(Source data)
---+---

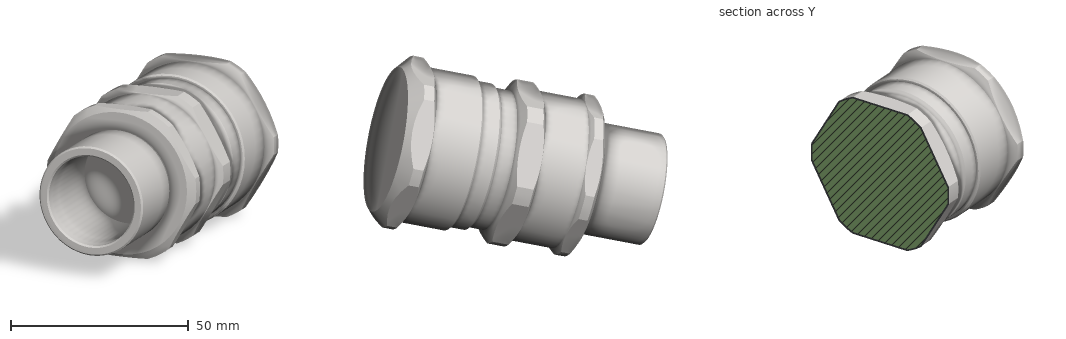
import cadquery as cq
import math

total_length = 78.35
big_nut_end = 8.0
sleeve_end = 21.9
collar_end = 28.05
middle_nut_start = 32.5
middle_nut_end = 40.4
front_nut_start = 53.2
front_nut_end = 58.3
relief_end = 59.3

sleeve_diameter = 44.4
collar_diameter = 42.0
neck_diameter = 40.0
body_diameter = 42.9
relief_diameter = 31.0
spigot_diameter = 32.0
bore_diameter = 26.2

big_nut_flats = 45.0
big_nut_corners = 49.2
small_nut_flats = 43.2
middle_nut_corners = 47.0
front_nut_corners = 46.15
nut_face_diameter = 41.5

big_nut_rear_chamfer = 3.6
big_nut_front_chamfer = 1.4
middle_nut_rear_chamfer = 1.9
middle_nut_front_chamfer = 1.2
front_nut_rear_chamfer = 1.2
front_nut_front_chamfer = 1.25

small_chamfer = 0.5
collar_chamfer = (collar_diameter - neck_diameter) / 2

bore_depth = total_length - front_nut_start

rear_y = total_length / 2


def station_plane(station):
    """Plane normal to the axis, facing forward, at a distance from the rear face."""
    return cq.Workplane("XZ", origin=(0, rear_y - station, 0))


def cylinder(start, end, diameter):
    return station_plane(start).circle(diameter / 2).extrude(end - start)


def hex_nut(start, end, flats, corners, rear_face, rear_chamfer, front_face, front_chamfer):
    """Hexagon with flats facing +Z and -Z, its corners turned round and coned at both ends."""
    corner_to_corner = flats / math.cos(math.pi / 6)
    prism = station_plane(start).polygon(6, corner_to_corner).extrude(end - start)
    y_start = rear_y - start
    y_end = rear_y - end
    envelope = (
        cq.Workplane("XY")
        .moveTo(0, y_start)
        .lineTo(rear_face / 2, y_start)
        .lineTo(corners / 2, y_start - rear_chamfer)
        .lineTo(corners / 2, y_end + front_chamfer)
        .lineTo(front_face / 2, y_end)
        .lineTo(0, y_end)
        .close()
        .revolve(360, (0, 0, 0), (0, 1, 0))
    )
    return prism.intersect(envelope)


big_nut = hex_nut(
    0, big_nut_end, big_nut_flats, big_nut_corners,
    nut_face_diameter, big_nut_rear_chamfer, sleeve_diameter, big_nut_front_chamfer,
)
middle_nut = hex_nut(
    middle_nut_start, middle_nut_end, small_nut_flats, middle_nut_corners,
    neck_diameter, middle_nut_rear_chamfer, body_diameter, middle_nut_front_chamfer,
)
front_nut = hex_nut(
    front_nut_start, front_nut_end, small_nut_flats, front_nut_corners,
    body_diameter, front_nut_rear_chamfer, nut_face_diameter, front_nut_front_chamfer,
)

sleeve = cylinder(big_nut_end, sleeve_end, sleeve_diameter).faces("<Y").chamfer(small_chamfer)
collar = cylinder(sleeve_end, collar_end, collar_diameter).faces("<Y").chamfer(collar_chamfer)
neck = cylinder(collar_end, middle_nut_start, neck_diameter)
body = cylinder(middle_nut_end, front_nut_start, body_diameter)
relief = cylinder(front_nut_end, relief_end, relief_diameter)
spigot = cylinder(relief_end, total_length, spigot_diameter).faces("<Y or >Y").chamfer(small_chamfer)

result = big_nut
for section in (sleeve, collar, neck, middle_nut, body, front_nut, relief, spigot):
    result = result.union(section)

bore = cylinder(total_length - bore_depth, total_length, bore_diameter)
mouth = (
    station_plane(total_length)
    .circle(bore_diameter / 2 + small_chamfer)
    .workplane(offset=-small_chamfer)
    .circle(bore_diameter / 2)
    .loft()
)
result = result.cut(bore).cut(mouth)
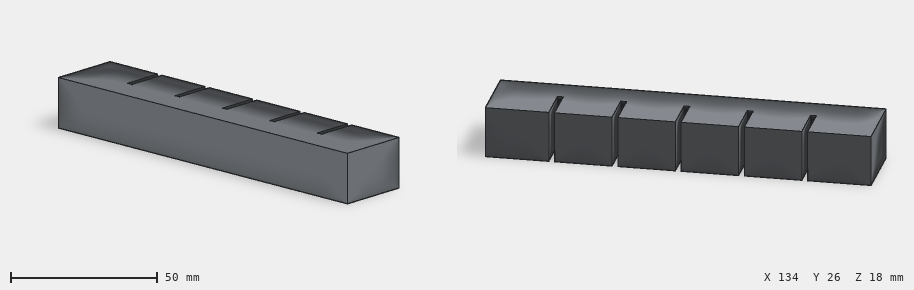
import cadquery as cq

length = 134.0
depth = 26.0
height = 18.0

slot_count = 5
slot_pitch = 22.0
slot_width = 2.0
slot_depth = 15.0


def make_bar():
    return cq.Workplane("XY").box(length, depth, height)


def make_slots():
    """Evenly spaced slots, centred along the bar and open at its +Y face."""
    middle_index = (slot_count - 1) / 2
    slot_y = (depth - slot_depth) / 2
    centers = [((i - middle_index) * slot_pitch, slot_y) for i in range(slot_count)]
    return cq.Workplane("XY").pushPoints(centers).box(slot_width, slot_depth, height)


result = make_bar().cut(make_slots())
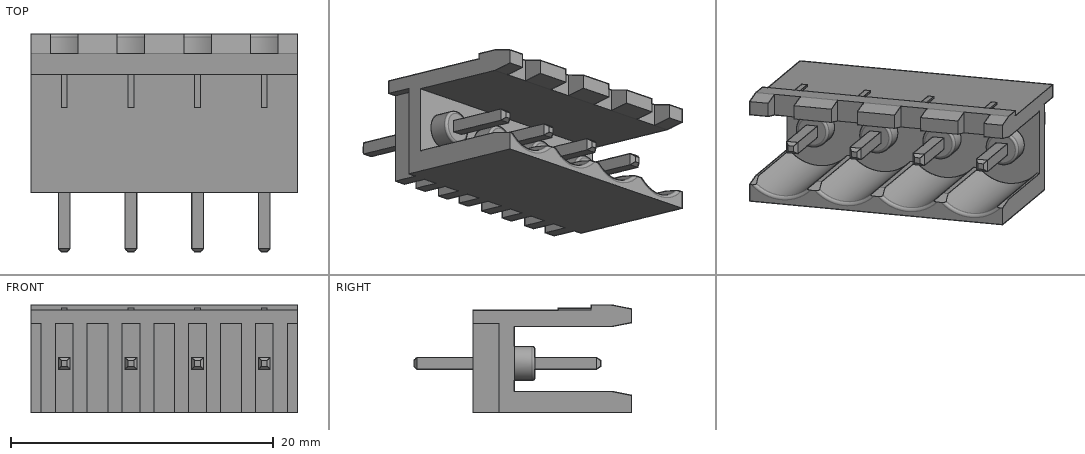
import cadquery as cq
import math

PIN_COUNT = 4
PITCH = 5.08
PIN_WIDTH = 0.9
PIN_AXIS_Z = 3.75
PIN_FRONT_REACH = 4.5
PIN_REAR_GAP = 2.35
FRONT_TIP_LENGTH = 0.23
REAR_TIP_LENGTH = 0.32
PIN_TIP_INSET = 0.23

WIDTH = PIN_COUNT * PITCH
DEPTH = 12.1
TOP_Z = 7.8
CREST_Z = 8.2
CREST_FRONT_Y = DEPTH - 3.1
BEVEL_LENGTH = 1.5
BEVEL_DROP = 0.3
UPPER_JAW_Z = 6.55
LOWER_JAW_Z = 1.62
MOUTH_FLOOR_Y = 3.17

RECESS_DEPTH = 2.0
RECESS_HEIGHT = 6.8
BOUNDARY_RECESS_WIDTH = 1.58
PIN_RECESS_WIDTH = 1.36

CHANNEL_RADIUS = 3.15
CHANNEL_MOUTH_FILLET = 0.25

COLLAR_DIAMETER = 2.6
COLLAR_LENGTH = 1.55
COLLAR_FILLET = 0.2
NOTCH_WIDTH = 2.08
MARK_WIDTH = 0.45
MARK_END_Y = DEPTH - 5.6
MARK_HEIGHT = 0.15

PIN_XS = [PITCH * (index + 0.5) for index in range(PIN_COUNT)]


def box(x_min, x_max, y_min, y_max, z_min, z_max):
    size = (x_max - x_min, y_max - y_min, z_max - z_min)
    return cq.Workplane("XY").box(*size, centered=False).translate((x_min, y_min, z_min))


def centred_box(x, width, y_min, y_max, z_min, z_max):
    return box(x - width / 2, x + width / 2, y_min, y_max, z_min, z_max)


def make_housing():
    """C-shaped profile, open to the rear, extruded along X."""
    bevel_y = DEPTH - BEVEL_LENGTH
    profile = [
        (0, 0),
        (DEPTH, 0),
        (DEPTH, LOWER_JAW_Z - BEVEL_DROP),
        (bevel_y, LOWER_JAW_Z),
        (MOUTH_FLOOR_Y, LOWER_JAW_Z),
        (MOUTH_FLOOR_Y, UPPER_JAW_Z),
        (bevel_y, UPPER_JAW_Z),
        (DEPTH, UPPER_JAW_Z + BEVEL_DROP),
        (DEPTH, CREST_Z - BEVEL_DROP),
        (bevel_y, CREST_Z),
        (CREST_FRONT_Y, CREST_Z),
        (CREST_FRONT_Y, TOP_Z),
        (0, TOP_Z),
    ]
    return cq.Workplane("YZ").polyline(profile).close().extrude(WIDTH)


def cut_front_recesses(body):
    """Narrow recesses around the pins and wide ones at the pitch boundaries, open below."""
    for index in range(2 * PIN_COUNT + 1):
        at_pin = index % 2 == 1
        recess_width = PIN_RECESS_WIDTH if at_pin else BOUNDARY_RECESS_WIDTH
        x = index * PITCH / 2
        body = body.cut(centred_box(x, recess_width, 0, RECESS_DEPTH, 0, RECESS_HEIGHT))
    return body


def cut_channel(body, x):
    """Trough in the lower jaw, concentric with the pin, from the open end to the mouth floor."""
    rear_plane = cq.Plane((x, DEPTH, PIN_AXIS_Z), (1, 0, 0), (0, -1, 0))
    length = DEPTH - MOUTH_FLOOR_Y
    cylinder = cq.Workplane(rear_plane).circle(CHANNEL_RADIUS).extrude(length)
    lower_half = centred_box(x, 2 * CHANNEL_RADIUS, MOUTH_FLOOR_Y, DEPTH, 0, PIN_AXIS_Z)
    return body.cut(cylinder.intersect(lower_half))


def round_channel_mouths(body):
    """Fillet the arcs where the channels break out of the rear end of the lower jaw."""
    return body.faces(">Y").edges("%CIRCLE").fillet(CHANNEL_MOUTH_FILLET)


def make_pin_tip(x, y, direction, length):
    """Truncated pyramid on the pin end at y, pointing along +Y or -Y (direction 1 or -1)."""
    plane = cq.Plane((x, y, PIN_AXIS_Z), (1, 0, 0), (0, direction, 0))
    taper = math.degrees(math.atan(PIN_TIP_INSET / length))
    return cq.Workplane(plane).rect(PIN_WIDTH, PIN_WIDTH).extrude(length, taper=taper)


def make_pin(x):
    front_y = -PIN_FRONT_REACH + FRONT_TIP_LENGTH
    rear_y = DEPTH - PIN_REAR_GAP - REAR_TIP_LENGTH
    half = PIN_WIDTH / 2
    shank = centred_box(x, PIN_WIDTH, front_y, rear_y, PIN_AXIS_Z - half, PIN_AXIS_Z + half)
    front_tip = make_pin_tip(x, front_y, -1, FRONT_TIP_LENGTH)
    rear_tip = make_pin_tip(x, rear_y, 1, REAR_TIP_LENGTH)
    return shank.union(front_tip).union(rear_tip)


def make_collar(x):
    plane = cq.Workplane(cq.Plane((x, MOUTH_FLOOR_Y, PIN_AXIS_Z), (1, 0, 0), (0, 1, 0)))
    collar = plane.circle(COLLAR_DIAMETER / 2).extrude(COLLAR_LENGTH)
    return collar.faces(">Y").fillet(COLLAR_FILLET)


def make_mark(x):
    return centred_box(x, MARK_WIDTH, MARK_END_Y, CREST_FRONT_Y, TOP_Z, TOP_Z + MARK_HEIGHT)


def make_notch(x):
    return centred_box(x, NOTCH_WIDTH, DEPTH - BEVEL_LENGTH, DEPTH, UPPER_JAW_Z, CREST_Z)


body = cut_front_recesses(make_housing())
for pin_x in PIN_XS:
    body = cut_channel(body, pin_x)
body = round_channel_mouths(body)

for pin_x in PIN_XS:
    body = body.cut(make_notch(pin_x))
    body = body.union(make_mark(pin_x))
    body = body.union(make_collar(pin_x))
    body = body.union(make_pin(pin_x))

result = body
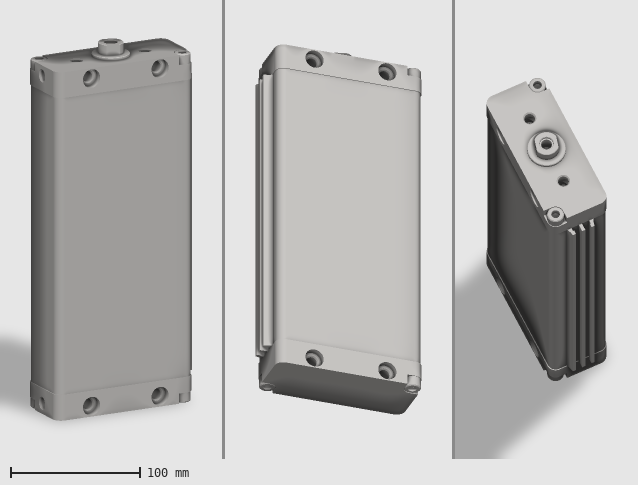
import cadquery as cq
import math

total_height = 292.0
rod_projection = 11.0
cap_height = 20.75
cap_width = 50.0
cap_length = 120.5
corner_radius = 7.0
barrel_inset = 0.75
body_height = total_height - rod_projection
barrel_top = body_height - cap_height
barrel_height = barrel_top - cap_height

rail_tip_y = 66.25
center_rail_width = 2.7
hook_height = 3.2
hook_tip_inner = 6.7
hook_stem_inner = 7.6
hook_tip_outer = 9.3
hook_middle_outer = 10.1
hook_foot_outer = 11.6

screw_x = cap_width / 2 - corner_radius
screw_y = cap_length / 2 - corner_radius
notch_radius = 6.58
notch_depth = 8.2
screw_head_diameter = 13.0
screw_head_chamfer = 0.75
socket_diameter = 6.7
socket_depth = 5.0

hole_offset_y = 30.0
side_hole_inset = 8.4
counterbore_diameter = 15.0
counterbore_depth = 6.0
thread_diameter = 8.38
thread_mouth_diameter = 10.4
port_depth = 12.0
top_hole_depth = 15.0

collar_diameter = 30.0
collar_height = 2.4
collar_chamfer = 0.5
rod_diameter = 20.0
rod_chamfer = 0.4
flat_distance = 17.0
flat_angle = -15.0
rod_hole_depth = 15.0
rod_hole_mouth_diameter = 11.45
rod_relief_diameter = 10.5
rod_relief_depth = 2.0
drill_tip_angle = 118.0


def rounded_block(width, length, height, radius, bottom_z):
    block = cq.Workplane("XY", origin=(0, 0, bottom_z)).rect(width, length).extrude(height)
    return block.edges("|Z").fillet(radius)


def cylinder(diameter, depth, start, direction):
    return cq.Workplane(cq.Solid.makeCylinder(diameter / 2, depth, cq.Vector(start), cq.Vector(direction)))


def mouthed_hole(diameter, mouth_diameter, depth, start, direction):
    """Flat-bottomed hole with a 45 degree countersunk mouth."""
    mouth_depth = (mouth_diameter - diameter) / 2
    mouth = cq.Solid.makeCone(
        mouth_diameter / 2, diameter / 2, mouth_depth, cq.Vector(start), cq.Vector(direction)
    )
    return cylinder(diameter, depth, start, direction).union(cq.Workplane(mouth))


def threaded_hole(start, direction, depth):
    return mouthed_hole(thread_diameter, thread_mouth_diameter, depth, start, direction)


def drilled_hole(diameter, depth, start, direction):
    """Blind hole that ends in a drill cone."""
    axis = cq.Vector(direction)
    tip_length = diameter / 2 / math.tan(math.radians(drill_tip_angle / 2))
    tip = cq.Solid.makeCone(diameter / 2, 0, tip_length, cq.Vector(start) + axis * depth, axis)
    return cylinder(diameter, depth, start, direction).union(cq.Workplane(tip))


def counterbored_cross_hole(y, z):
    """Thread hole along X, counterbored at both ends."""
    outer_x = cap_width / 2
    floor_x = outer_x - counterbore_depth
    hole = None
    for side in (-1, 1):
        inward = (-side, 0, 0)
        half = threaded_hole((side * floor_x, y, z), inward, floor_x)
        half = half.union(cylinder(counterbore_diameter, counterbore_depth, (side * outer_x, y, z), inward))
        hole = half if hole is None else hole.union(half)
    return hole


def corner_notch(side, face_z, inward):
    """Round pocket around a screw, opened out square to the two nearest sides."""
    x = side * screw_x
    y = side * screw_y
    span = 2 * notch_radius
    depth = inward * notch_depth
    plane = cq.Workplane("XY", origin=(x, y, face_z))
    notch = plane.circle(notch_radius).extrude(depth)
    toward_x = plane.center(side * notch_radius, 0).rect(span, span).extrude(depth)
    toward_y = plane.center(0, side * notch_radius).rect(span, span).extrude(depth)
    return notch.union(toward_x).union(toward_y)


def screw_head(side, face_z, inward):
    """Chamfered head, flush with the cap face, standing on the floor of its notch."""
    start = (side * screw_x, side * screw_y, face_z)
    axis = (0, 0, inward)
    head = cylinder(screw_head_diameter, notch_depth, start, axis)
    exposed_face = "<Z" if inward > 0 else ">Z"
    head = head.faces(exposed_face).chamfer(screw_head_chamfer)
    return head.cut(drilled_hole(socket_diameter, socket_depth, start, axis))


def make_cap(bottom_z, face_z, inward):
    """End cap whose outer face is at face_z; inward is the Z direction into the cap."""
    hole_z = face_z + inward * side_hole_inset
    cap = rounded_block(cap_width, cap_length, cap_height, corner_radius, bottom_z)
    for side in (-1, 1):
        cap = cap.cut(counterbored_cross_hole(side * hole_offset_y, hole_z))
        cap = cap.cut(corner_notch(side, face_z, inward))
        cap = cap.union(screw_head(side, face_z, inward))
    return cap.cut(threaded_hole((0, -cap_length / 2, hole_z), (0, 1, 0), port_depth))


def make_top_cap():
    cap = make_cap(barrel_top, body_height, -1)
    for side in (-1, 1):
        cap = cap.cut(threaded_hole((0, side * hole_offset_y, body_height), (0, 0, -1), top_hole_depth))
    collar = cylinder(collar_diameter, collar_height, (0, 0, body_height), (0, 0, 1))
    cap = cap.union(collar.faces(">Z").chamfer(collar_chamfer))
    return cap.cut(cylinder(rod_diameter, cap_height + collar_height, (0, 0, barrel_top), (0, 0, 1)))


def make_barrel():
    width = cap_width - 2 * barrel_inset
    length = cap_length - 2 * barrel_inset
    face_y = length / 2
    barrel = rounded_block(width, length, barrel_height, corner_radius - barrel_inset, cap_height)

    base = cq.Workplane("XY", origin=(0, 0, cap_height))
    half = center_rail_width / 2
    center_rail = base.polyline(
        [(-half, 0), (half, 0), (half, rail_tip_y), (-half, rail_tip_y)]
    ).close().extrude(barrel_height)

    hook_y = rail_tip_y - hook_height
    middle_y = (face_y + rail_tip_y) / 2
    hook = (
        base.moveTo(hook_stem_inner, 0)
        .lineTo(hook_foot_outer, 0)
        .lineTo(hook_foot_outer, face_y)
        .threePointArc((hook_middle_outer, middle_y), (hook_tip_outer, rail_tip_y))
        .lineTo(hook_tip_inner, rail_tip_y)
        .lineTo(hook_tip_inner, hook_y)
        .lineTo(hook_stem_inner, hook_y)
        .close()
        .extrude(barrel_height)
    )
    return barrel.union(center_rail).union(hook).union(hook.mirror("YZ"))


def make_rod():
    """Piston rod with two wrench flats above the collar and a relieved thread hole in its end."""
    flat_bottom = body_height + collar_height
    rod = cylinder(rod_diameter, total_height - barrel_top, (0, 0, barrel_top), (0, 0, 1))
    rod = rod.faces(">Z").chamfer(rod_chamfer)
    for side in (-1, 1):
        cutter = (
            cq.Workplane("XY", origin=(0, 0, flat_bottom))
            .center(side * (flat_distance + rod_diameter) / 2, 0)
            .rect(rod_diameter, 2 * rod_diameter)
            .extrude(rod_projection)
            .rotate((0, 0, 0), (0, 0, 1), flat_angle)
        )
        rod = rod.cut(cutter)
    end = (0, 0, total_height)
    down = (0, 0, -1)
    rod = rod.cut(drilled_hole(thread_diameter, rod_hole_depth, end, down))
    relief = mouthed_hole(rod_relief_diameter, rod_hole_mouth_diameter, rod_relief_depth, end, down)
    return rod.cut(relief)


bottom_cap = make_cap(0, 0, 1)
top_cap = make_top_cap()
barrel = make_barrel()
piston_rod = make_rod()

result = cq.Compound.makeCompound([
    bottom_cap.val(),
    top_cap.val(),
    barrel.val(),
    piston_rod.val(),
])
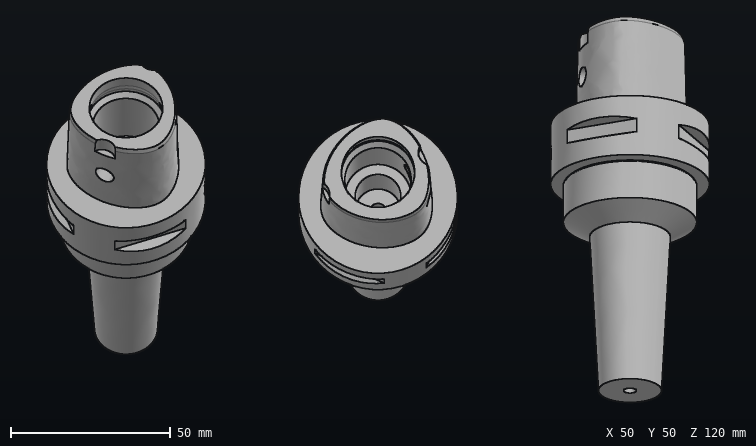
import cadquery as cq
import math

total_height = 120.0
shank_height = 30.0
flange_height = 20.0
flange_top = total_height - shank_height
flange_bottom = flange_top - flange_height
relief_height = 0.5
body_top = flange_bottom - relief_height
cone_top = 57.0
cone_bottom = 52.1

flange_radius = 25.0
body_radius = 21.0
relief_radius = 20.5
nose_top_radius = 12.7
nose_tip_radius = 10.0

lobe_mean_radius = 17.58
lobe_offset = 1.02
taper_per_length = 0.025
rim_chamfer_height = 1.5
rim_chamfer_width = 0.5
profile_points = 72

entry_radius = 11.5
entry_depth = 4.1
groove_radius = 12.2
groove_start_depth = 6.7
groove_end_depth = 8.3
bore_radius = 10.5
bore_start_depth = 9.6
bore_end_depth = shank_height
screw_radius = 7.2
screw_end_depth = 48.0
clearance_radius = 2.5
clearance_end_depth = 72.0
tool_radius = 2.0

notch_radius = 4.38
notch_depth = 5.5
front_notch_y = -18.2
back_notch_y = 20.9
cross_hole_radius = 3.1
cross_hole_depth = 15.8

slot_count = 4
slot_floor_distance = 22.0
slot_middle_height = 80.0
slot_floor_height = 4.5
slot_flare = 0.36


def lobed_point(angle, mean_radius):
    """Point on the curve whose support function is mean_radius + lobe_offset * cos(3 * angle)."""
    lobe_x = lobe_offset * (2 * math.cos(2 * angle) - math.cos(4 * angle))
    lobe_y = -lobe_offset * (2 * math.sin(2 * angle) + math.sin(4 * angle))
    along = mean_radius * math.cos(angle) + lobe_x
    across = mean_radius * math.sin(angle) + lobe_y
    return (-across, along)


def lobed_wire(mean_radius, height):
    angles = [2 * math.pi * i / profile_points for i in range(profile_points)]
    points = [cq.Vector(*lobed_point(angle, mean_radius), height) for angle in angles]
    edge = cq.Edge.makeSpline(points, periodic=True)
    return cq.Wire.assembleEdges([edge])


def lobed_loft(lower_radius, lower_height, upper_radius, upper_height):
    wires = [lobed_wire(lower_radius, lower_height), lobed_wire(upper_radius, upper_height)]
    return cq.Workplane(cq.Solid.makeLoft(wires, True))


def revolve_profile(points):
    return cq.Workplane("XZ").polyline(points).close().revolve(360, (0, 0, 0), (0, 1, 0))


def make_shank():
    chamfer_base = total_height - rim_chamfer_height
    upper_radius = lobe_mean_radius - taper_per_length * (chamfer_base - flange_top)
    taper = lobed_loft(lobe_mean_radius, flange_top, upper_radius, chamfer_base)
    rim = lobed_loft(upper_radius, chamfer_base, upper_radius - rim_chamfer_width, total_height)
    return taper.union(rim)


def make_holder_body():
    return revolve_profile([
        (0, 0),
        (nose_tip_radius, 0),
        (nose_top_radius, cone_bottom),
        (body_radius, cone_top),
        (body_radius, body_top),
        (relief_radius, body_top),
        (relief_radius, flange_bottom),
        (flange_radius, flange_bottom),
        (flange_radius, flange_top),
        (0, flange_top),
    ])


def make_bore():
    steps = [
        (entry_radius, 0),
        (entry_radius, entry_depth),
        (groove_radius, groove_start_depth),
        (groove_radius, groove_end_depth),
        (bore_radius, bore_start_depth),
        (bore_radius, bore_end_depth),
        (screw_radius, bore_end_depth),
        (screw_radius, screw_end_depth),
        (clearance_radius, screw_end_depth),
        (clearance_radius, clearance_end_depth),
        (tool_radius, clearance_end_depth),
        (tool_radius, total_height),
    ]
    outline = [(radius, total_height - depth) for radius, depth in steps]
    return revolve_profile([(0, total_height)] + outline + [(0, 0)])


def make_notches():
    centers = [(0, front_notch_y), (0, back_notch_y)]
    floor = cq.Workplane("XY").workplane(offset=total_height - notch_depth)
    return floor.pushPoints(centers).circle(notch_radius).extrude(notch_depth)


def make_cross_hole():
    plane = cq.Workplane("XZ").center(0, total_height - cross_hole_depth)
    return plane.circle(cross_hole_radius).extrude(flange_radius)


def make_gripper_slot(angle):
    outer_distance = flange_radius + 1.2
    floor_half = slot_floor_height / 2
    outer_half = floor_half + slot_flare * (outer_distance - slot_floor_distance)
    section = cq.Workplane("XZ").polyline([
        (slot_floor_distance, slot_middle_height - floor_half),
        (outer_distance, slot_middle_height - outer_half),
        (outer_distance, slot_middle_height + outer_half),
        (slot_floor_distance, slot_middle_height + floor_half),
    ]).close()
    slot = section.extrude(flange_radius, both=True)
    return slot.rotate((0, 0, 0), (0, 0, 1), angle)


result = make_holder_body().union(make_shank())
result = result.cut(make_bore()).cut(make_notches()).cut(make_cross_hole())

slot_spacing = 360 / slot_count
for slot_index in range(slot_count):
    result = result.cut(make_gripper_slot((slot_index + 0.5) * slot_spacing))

---+---

Task to carry out —
Each line from the one that contains "middle_y = (face_y + rail_tip_y) / 2" down to the one that contains "groove_radius = 12.2" is to be returned exactly as it stands above, both ends included, with pictures removed.

Response below —
    middle_y = (face_y + rail_tip_y) / 2
    hook = (
        base.moveTo(hook_stem_inner, 0)
        .lineTo(hook_foot_outer, 0)
        .lineTo(hook_foot_outer, face_y)
        .threePointArc((hook_middle_outer, middle_y), (hook_tip_outer, rail_tip_y))
        .lineTo(hook_tip_inner, rail_tip_y)
        .lineTo(hook_tip_inner, hook_y)
        .lineTo(hook_stem_inner, hook_y)
        .close()
        .extrude(barrel_height)
    )
    return barrel.union(center_rail).union(hook).union(hook.mirror("YZ"))


def make_rod():
    """Piston rod with two wrench flats above the collar and a relieved thread hole in its end."""
    flat_bottom = body_height + collar_height
    rod = cylinder(rod_diameter, total_height - barrel_top, (0, 0, barrel_top), (0, 0, 1))
    rod = rod.faces(">Z").chamfer(rod_chamfer)
    for side in (-1, 1):
        cutter = (
            cq.Workplane("XY", origin=(0, 0, flat_bottom))
            .center(side * (flat_distance + rod_diameter) / 2, 0)
            .rect(rod_diameter, 2 * rod_diameter)
            .extrude(rod_projection)
            .rotate((0, 0, 0), (0, 0, 1), flat_angle)
        )
        rod = rod.cut(cutter)
    end = (0, 0, total_height)
    down = (0, 0, -1)
    rod = rod.cut(drilled_hole(thread_diameter, rod_hole_depth, end, down))
    relief = mouthed_hole(rod_relief_diameter, rod_hole_mouth_diameter, rod_relief_depth, end, down)
    return rod.cut(relief)


bottom_cap = make_cap(0, 0, 1)
top_cap = make_top_cap()
barrel = make_barrel()
piston_rod = make_rod()

result = cq.Compound.makeCompound([
    bottom_cap.val(),
    top_cap.val(),
    barrel.val(),
    piston_rod.val(),
])
import cadquery as cq
import math

total_height = 120.0
shank_height = 30.0
flange_height = 20.0
flange_top = total_height - shank_height
flange_bottom = flange_top - flange_height
relief_height = 0.5
body_top = flange_bottom - relief_height
cone_top = 57.0
cone_bottom = 52.1

flange_radius = 25.0
body_radius = 21.0
relief_radius = 20.5
nose_top_radius = 12.7
nose_tip_radius = 10.0

lobe_mean_radius = 17.58
lobe_offset = 1.02
taper_per_length = 0.025
rim_chamfer_height = 1.5
rim_chamfer_width = 0.5
profile_points = 72

entry_radius = 11.5
entry_depth = 4.1
groove_radius = 12.2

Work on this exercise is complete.